尤老娘心里还记恨着柳老头,不说他平时冷冰冰不假辞色,去年还凶巴巴的往外拖过她!

那次她自恃俩女儿做妾,故意和香菱生闲气,不成想惹恼了柳湘莲,要赶她出府。

这会儿柳三变成了“财神爷”,尤老娘自动忽略了曾经的不愉快,拿出当年奉承贾珍的热乎劲儿来拉关系套近乎。

见她变脸如此之速,小意奉承,柳三哭笑不得。

这妇人也确有可取之处——漂亮嘛!只想想她一个带俩拖油瓶的寡妇能嫁入尤家作继室,便知尤老爷当时定被迷的晕头晕脑。
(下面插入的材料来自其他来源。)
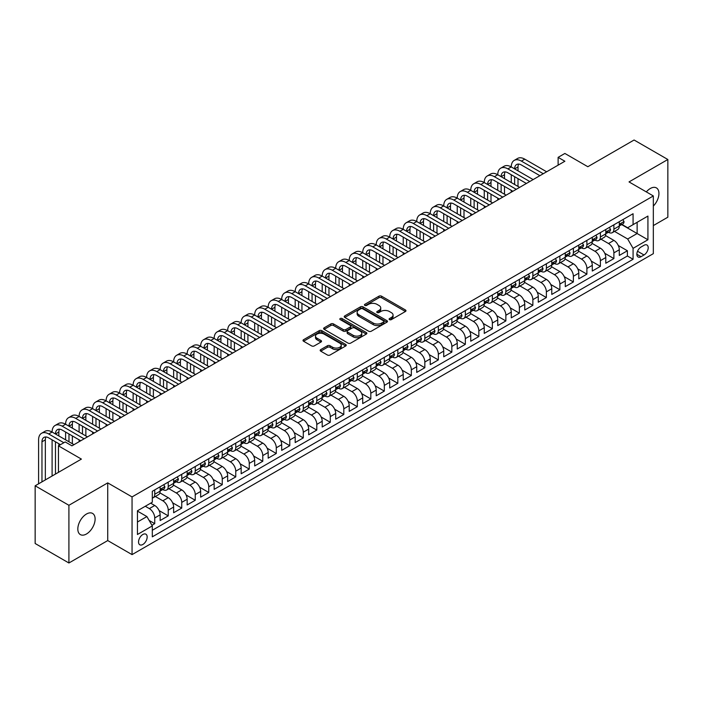 <?xml version="1.0" encoding="UTF-8"?>
<svg xmlns="http://www.w3.org/2000/svg" width="703" height="703" viewBox="0 0 703 703"><rect width="100%" height="100%" fill="white"/><g stroke="black" fill="none" stroke-linecap="round" stroke-linejoin="round"><path stroke-width="1.05" d="M389.488 319.637A1.309 0.756 0 0 0 391.343 319.637L405.429 311.499A1.872 1.081 0 0 0 405.974 310.735A1.872 1.081 0 0 0 405.429 309.97L381.562 296.191A1.872 1.081 0 0 0 378.917 296.191L364.831 304.329A1.309 0.756 0 0 0 364.444 304.865A1.309 0.756 0 0 0 364.831 305.401A1.309 0.756 0 0 0 366.685 305.401L368.513 304.346A6.002 3.462 0 0 1 376.993 304.346L378.979 305.497A6.002 3.462 0 0 1 380.736 307.94A6.002 3.462 0 0 1 378.979 310.392L377.159 311.447A1.309 0.756 0 0 0 376.773 311.983A1.309 0.756 0 0 0 377.159 312.519A1.309 0.756 0 0 0 379.014 312.519L380.833 311.464A6.002 3.462 0 0 1 389.321 311.464L391.307 312.615A6.002 3.462 0 0 1 393.065 315.058A6.002 3.462 0 0 1 391.307 317.51L389.488 318.564A1.309 0.756 0 0 0 389.102 319.1A1.309 0.756 0 0 0 389.488 319.637L389.488 318.564M86.469 533.99A12.223 7.056 120 0 0 94.457 523.217A12.223 7.056 120 0 0 92.576 513.418A12.223 7.056 120 0 0 86.469 514.025A12.223 7.056 120 0 0 78.481 524.798A12.223 7.056 120 0 0 80.353 534.596A12.223 7.056 120 0 0 86.469 533.99M653.333 206.076A12.223 7.056 120 0 0 656.409 187.903A12.223 7.056 120 0 0 650.293 188.509A12.223 7.056 120 0 0 646.329 191.91M142.85 544.474A6.107 3.533 120 0 0 146.839 539.087A6.107 3.533 120 0 0 145.908 534.192A6.107 3.533 120 0 0 142.85 534.491A6.107 3.533 120 0 0 138.86 539.878A6.107 3.533 120 0 0 139.792 544.781A6.107 3.533 120 0 0 142.85 544.474M320.717 349.611A1.872 1.081 0 0 0 320.173 350.375A1.872 1.081 0 0 0 320.717 351.149L327.413 355.006A1.872 1.081 0 0 0 330.067 355.006L345.709 345.981A1.872 1.081 0 0 0 346.254 345.217A1.872 1.081 0 0 0 345.709 344.452L321.851 330.674A1.872 1.081 0 0 0 319.197 330.674L303.555 339.707A1.872 1.081 0 0 0 303.011 340.472A1.872 1.081 0 0 0 303.555 341.236L311.64 345.902A1.872 1.081 0 0 0 314.294 345.902L320.99 342.036A1.872 1.081 0 0 0 321.535 341.271A1.872 1.081 0 0 0 320.99 340.507L316.974 338.196A5.018 2.891 0 0 1 315.506 336.148A5.018 2.891 0 0 1 318.6 333.468A5.018 2.891 0 0 1 324.065 334.101L339.777 343.169A5.018 2.891 0 0 1 341.245 345.217A5.018 2.891 0 0 1 338.152 347.888A5.018 2.891 0 0 1 332.686 347.264L330.067 345.753A1.872 1.081 0 0 0 327.413 345.753L320.717 349.611L320.717 351.149M653.333 225.584L667.85 217.201L667.85 159.502L634.088 140.011L587.831 166.716L564.878 153.456L558.12 157.358L564.878 161.251L71.952 445.843L65.194 441.941L58.446 445.843L58.446 472.354M68.912 505.29L68.912 562.989L107.735 540.572L107.735 482.882L68.912 505.29L35.15 485.799L81.407 459.094L58.446 445.843M107.735 482.882L132.05 496.916L653.333 195.952L653.333 253.651L132.05 554.614L132.05 496.916M667.85 159.502L629.027 181.919L653.333 195.952M368.644 331.21A1.872 1.081 0 0 0 371.289 331.21L386.931 322.176A1.872 1.081 0 0 0 387.485 321.412A1.872 1.081 0 0 0 386.931 320.647L363.073 306.868A1.872 1.081 0 0 0 360.419 306.868L344.778 315.902A1.872 1.081 0 0 0 344.233 316.666A1.872 1.081 0 0 0 344.778 317.431L368.644 331.21M340.735 319.918A1.309 0.756 0 0 1 342.062 320.102L342.062 318.538L366.325 332.545A1.872 1.081 0 0 1 366.869 333.31A1.872 1.081 0 0 1 366.325 334.074L350.683 343.108A1.872 1.081 0 0 1 348.029 343.108L324.171 329.329L324.171 327.8A1.872 1.081 0 0 0 323.617 328.565A1.872 1.081 0 0 0 324.171 329.329M324.171 327.8L330.858 323.934A1.872 1.081 0 0 1 333.512 323.934L343.187 329.522A1.872 1.081 0 0 0 345.841 329.522L350.279 326.957A1.872 1.081 0 0 0 350.832 326.192A1.872 1.081 0 0 0 350.279 325.427L340.208 319.61A1.309 0.756 0 0 1 339.821 319.074A1.309 0.756 0 0 1 340.63 318.38A1.309 0.756 0 0 1 342.062 318.538M68.912 562.989L35.15 543.498L35.15 485.799M151.936 525.273L154.739 523.656L149.133 520.422M145.284 506.265L149.335 508.612A7.636 4.411 60 0 1 154.739 517.962L160.135 514.842L160.135 520.536L168.237 515.861L159.106 510.589M155.354 496.485L162.841 500.808A7.636 4.411 60 0 1 168.237 510.167L173.641 507.048L173.641 512.742L181.743 508.067L172.613 502.786M168.861 488.69L176.339 493.014A7.636 4.411 60 0 1 181.743 502.373L187.147 499.253L187.147 504.947L195.249 500.264L186.119 494.991M182.358 480.896L189.845 485.219A7.636 4.411 60 0 1 195.249 494.578L200.654 491.459L200.654 497.144L208.756 492.469L199.617 487.197M195.865 473.101L203.352 477.416A7.636 4.411 60 0 1 208.756 486.775L214.16 483.655L214.16 489.35L222.262 484.675L213.123 479.402M209.371 465.298L216.858 469.622A7.636 4.411 60 0 1 222.262 478.98L227.658 475.861L227.658 481.555L235.76 476.871L226.63 471.599M222.877 457.504L230.364 461.827A7.636 4.411 60 0 1 235.76 471.186L241.164 468.066L241.164 473.752L249.266 469.077L240.136 463.804M236.384 449.709L243.871 454.033A7.636 4.411 60 0 1 249.266 463.382L254.671 460.272L254.671 465.957L262.773 461.282L253.642 456.01M249.881 441.915L257.368 446.229A7.636 4.411 60 0 1 262.773 455.588L268.177 452.468L268.177 458.163L276.279 453.488L267.149 448.215M263.388 434.111L270.875 438.435A7.636 4.411 60 0 1 276.279 447.793L281.683 444.674L281.683 450.368L289.785 445.684L280.646 440.412M276.894 426.317L284.381 430.64A7.636 4.411 60 0 1 289.785 439.999L295.181 436.879L295.181 442.565L303.292 437.89L294.153 432.617M290.401 418.522L297.887 422.846A7.636 4.411 60 0 1 303.292 432.196L308.687 429.076L308.687 434.77L316.789 430.095L307.659 424.823M303.907 410.719L311.394 415.042A7.636 4.411 60 0 1 316.789 424.401L322.194 421.282L322.194 426.976L330.296 422.292L321.166 417.02M317.413 402.924L324.891 407.248A7.636 4.411 60 0 1 330.296 416.607L335.7 413.487L335.7 419.181L343.802 414.498L334.672 409.225M330.911 395.13L338.398 399.453A7.636 4.411 60 0 1 343.802 408.803L349.206 405.693L349.206 411.378L357.309 406.703L348.17 401.431M344.417 387.335L351.904 391.65A7.636 4.411 60 0 1 357.309 401.009L362.713 397.889L362.713 403.584L370.815 398.909L361.676 393.636M357.924 379.532L365.411 383.856A7.636 4.411 60 0 1 370.815 393.214L376.21 390.095L376.21 395.789L384.313 391.105L375.182 385.833M371.43 371.738L378.917 376.061A7.636 4.411 60 0 1 384.313 385.42L389.717 382.3L389.717 387.986L397.819 383.311L388.689 378.038M384.936 363.943L392.423 368.267A7.636 4.411 60 0 1 397.819 377.616L403.223 374.497L403.223 380.191L411.325 375.516L402.195 370.244M398.434 356.149L405.921 360.463A7.636 4.411 60 0 1 411.325 369.822L416.73 366.702L416.73 372.397L424.832 367.722L415.701 362.44M411.94 348.345L419.427 352.669A7.636 4.411 60 0 1 424.832 362.027L430.236 358.908L430.236 364.602L438.338 359.918L429.199 354.646M425.447 340.551L432.934 344.874A7.636 4.411 60 0 1 438.338 354.233L443.734 351.113L443.734 356.799L451.844 352.124L442.705 346.851M438.953 332.756L446.44 337.08A7.636 4.411 60 0 1 451.844 346.43L457.24 343.31L457.24 349.004L465.342 344.329L456.212 339.057M452.46 324.953L459.947 329.276A7.636 4.411 60 0 1 465.342 338.635L470.746 335.516L470.746 341.21L478.848 336.526L469.718 331.254M465.966 317.158L473.444 321.482A7.636 4.411 60 0 1 478.848 330.841L484.253 327.721L484.253 333.415L492.355 328.732L483.225 323.459M479.464 309.364L486.951 313.687A7.636 4.411 60 0 1 492.355 323.037L497.759 319.927L497.759 325.612L505.861 320.937L496.722 315.665M492.97 301.569L500.457 305.884A7.636 4.411 60 0 1 505.861 315.243L511.266 312.123L511.266 317.818L519.368 313.143L510.229 307.87M506.476 293.766L513.963 298.09A7.636 4.411 60 0 1 519.368 307.448L524.763 304.329L524.763 310.023L532.865 305.339L523.735 300.067M519.983 285.972L527.47 290.295A7.636 4.411 60 0 1 532.865 299.654L538.27 296.534L538.27 302.22L546.372 297.545L537.241 292.272M533.489 278.177L540.976 282.501A7.636 4.411 60 0 1 546.372 291.85L551.776 288.731L551.776 294.425L559.878 289.75L550.748 284.478M546.987 270.383L554.474 274.697A7.636 4.411 60 0 1 559.878 284.056L565.282 280.936L565.282 286.631L573.384 281.956L564.254 276.674M560.493 262.579L567.98 266.903A7.636 4.411 60 0 1 573.384 276.261L578.789 273.142L578.789 278.836L586.891 274.152L577.752 268.88M574 254.785L581.486 259.108A7.636 4.411 60 0 1 586.891 268.467L592.286 265.347L592.286 271.033L600.397 266.358L591.258 261.085M587.506 246.99L594.993 251.314A7.636 4.411 60 0 1 600.397 260.664L605.793 257.544L605.793 263.238L613.895 258.563L613.895 252.869A7.636 4.411 -120 0 0 608.499 243.51L601.012 239.187M604.765 253.291L613.895 258.563M160.135 514.842A7.636 4.411 -120 0 0 154.739 505.492L150.679 503.146M173.641 507.048A7.636 4.411 -120 0 0 168.237 497.689L159.889 492.873M187.147 499.253A7.636 4.411 -120 0 0 181.743 489.894L173.395 485.07M200.654 491.459A7.636 4.411 -120 0 0 195.249 482.1L186.901 477.275M214.16 483.655A7.636 4.411 -120 0 0 208.756 474.305L200.399 469.481M227.658 475.861A7.636 4.411 -120 0 0 222.262 466.502L213.905 461.686M241.164 468.066A7.636 4.411 -120 0 0 235.76 458.708L227.412 453.883M254.671 460.272A7.636 4.411 -120 0 0 249.266 450.913L240.918 446.089M268.177 452.468A7.636 4.411 -120 0 0 262.773 443.11L254.424 438.294M281.683 444.674A7.636 4.411 -120 0 0 276.279 435.315L267.931 430.491M295.181 436.879A7.636 4.411 -120 0 0 289.785 427.521L281.428 422.696M308.687 429.076A7.636 4.411 -120 0 0 303.292 419.726L294.935 414.902M322.194 421.282A7.636 4.411 -120 0 0 316.789 411.923L308.441 407.107M335.7 413.487A7.636 4.411 -120 0 0 330.296 404.128L321.948 399.304M349.206 405.693A7.636 4.411 -120 0 0 343.802 396.334L335.454 391.509M362.713 397.889A7.636 4.411 -120 0 0 357.309 388.539L348.952 383.715M376.21 390.095A7.636 4.411 -120 0 0 370.815 380.736L362.458 375.92M389.717 382.3A7.636 4.411 -120 0 0 384.313 372.942L375.964 368.117M403.223 374.497A7.636 4.411 -120 0 0 397.819 365.147L389.471 360.323M416.73 366.702A7.636 4.411 -120 0 0 411.325 357.344L402.977 352.528M430.236 358.908A7.636 4.411 -120 0 0 424.832 349.549L416.484 344.725M443.734 351.113A7.636 4.411 -120 0 0 438.338 341.755L429.981 336.93M457.24 343.31A7.636 4.411 -120 0 0 451.844 333.96L443.488 329.136M470.746 335.516A7.636 4.411 -120 0 0 465.342 326.157L456.994 321.341M484.253 327.721A7.636 4.411 -120 0 0 478.848 318.362L470.5 313.538M497.759 319.927A7.636 4.411 -120 0 0 492.355 310.568L484.007 305.743M511.266 312.123A7.636 4.411 -120 0 0 505.861 302.773L497.504 297.949M524.763 304.329A7.636 4.411 -120 0 0 519.368 294.97L511.011 290.154M538.27 296.534A7.636 4.411 -120 0 0 532.865 287.175L524.517 282.351M551.776 288.731A7.636 4.411 -120 0 0 546.372 279.381L538.023 274.557M565.282 280.936A7.636 4.411 -120 0 0 559.878 271.578L551.53 266.762M578.789 273.142A7.636 4.411 -120 0 0 573.384 263.783L565.036 258.959M592.286 265.347A7.636 4.411 -120 0 0 586.891 255.989L578.534 251.164M605.793 257.544A7.636 4.411 -120 0 0 600.397 248.194L592.04 243.37M644.018 245.303L641.039 247.025A5.923 3.418 120 0 0 637.173 252.236A5.923 3.418 120 0 0 638.087 256.982A5.923 3.418 120 0 0 641.039 256.692L644.018 254.978A5.923 3.418 120 0 0 647.885 249.758A5.923 3.418 120 0 0 646.971 245.013A5.923 3.418 120 0 0 644.018 245.303M137.445 522.021L146.901 516.564L152.305 525.914L152.305 536.837L633.078 259.266L633.078 248.344L627.674 238.994L614.519 231.392M152.305 525.914L137.445 534.491L137.445 510.791L152.305 502.214L152.305 491.3L633.078 213.73L633.078 224.644L647.929 216.067L647.929 239.767L633.078 248.344M162.771 489.543L162.841 489.587A7.636 4.411 60 0 0 166.655 489.965L172.059 486.845A7.636 4.411 -120 0 0 173.641 483.348L173.641 478.98M176.268 481.748L176.339 481.783A7.636 4.411 60 0 0 180.161 482.161L185.566 479.042A7.636 4.411 -120 0 0 187.147 475.553L187.147 471.186M189.775 473.945L189.845 473.989A7.636 4.411 60 0 0 193.668 474.367L199.072 471.247A7.636 4.411 -120 0 0 200.654 467.75L200.654 463.382M203.281 466.151L203.352 466.194A7.636 4.411 60 0 0 207.174 466.572L212.57 463.453A7.636 4.411 -120 0 0 214.16 459.955L214.16 455.588M216.788 458.356L216.858 458.4A7.636 4.411 60 0 0 220.68 458.778L226.076 455.658A7.636 4.411 -120 0 0 227.658 452.161L227.658 447.793M230.294 450.561L230.364 450.597A7.636 4.411 60 0 0 234.178 450.975L239.582 447.855A7.636 4.411 -120 0 0 241.164 444.358L241.164 439.999M243.8 442.758L243.871 442.802A7.636 4.411 60 0 0 247.684 443.18L253.089 440.06A7.636 4.411 -120 0 0 254.671 436.563L254.671 432.196M257.298 434.964L257.368 435.008A7.636 4.411 60 0 0 261.191 435.385L266.595 432.266A7.636 4.411 -120 0 0 268.177 428.768L268.177 424.401M270.804 427.169L270.875 427.204A7.636 4.411 60 0 0 274.697 427.582L280.102 424.471A7.636 4.411 -120 0 0 281.683 420.974L281.683 416.607M284.311 419.375L284.381 419.41A7.636 4.411 60 0 0 288.204 419.788L293.599 416.668A7.636 4.411 -120 0 0 295.181 413.171L295.181 408.803M297.817 411.571L297.887 411.615A7.636 4.411 60 0 0 301.71 411.993L307.106 408.874A7.636 4.411 -120 0 0 308.687 405.376L308.687 401.009M311.324 403.777L311.394 403.821A7.636 4.411 60 0 0 315.208 404.199L320.612 401.079A7.636 4.411 -120 0 0 322.194 397.582L322.194 393.214M324.821 395.982L324.891 396.017A7.636 4.411 60 0 0 328.714 396.395L334.118 393.276A7.636 4.411 -120 0 0 335.7 389.778L335.7 385.42M338.328 388.179L338.398 388.223A7.636 4.411 60 0 0 342.22 388.601L347.625 385.481A7.636 4.411 -120 0 0 349.206 381.984L349.206 377.616M351.834 380.385L351.904 380.428A7.636 4.411 60 0 0 355.727 380.806L361.131 377.687A7.636 4.411 -120 0 0 362.713 374.189L362.713 369.822M365.34 372.59L365.411 372.634A7.636 4.411 60 0 0 369.233 373.012L374.629 369.892A7.636 4.411 -120 0 0 376.21 366.395L376.21 362.027M378.847 364.795L378.917 364.831A7.636 4.411 60 0 0 382.731 365.209L388.135 362.089A7.636 4.411 -120 0 0 389.717 358.592L389.717 354.233M392.353 356.992L392.423 357.036A7.636 4.411 60 0 0 396.237 357.414L401.641 354.294A7.636 4.411 -120 0 0 403.223 350.797L403.223 346.43M405.851 349.198L405.921 349.242A7.636 4.411 60 0 0 409.744 349.619L415.148 346.5A7.636 4.411 -120 0 0 416.73 343.002L416.73 338.635M419.357 341.403L419.427 341.438A7.636 4.411 60 0 0 423.25 341.816L428.654 338.705A7.636 4.411 -120 0 0 430.236 335.208L430.236 330.841M432.863 333.6L432.934 333.644A7.636 4.411 60 0 0 436.756 334.022L442.152 330.902A7.636 4.411 -120 0 0 443.734 327.405L443.734 323.037M446.37 325.805L446.44 325.849A7.636 4.411 60 0 0 450.263 326.227L455.658 323.108A7.636 4.411 -120 0 0 457.24 319.61L457.24 315.243M459.876 318.011L459.947 318.055A7.636 4.411 60 0 0 463.76 318.433L469.165 315.313A7.636 4.411 -120 0 0 470.746 311.816L470.746 307.448M473.374 310.216L473.444 310.251A7.636 4.411 60 0 0 477.267 310.629L482.671 307.51A7.636 4.411 -120 0 0 484.253 304.012L484.253 299.654M486.88 302.413L486.951 302.457A7.636 4.411 60 0 0 490.773 302.835L496.177 299.715A7.636 4.411 -120 0 0 497.759 296.218L497.759 291.85M500.387 294.619L500.457 294.662A7.636 4.411 60 0 0 504.279 295.04L509.684 291.921A7.636 4.411 -120 0 0 511.266 288.423L511.266 284.056M513.893 286.824L513.963 286.859A7.636 4.411 60 0 0 517.786 287.246L523.181 284.126A7.636 4.411 -120 0 0 524.763 280.629L524.763 276.261M527.399 279.029L527.47 279.065A7.636 4.411 60 0 0 531.283 279.442L536.688 276.323A7.636 4.411 -120 0 0 538.27 272.826L538.27 268.458M540.906 271.226L540.976 271.27A7.636 4.411 60 0 0 544.79 271.648L550.194 268.528A7.636 4.411 -120 0 0 551.776 265.031L551.776 260.664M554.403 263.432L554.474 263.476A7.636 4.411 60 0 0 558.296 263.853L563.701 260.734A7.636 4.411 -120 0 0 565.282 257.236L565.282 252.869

丢下他二人自行商议,柳湘莲便不管了,如今过了半月,也不知进展如何。

因明日要请荣府姐妹去香山游玩,须做些护卫方面的准备,柳湘莲让人请柳三到书房详谈。

柳三走进来时,满面愁容,今日秦可卿已告知过明日游玩之事,他为此忧心不已。这时见到二郎,也不落座,径自走到桌案前,沉声道:“二郎,你刚宣布筹建教导队,正是风口浪尖上,能不招人记恨?为何偏要这会儿子出去?出了事怎么办?”

柳三所说不是没有道理,练兵牵涉方方面面,无论最终采取何种方式,某些人利益受损无法避免。身处局中,无人愿意坐以待毙。

而为断绝后患,最简单有效的办法便是斩杀柳二郎,也给永隆帝和文官一个教训。

柳湘莲对此有自己的考量,放出风声前也经过深思熟虑,解释道:“三叔,你说的我何尝不知?所以才请你明日多派人照料女眷。但我以为,纵然真有人动手也不大可能对付女眷,凭白激怒我有什么好处?难道他们以为柳二郎会吓怕?如今谁不说柳二郎是‘睚眦必报’的‘二愣子’?荣府女眷更不需担心。他们唯一能做的就是刺杀我本人,且最好当场毙命!我既有心防备,他们又哪儿那么容易得手?”

“你!糊涂!”柳三简直无语,还道他不懂呢,原来比谁都清楚,只是胆大包天,自蹈死地!

柳三皱眉苦劝:“不怕一万,就怕万一!但凡有个疏忽,悔之无及啊!”

柳湘莲无法,只好实言相告:“三叔,我做事必有目的,岂会单单为了游玩而冒生命危险?

你也知道,再过几日就到了皇帝给的一月之期,我须提出京营整饬方案!可无论我怎么妥善筹划,到时反对者必然众多!武勋会恨我损他们利益,文官会怨我手段太过温和,谁都不满意!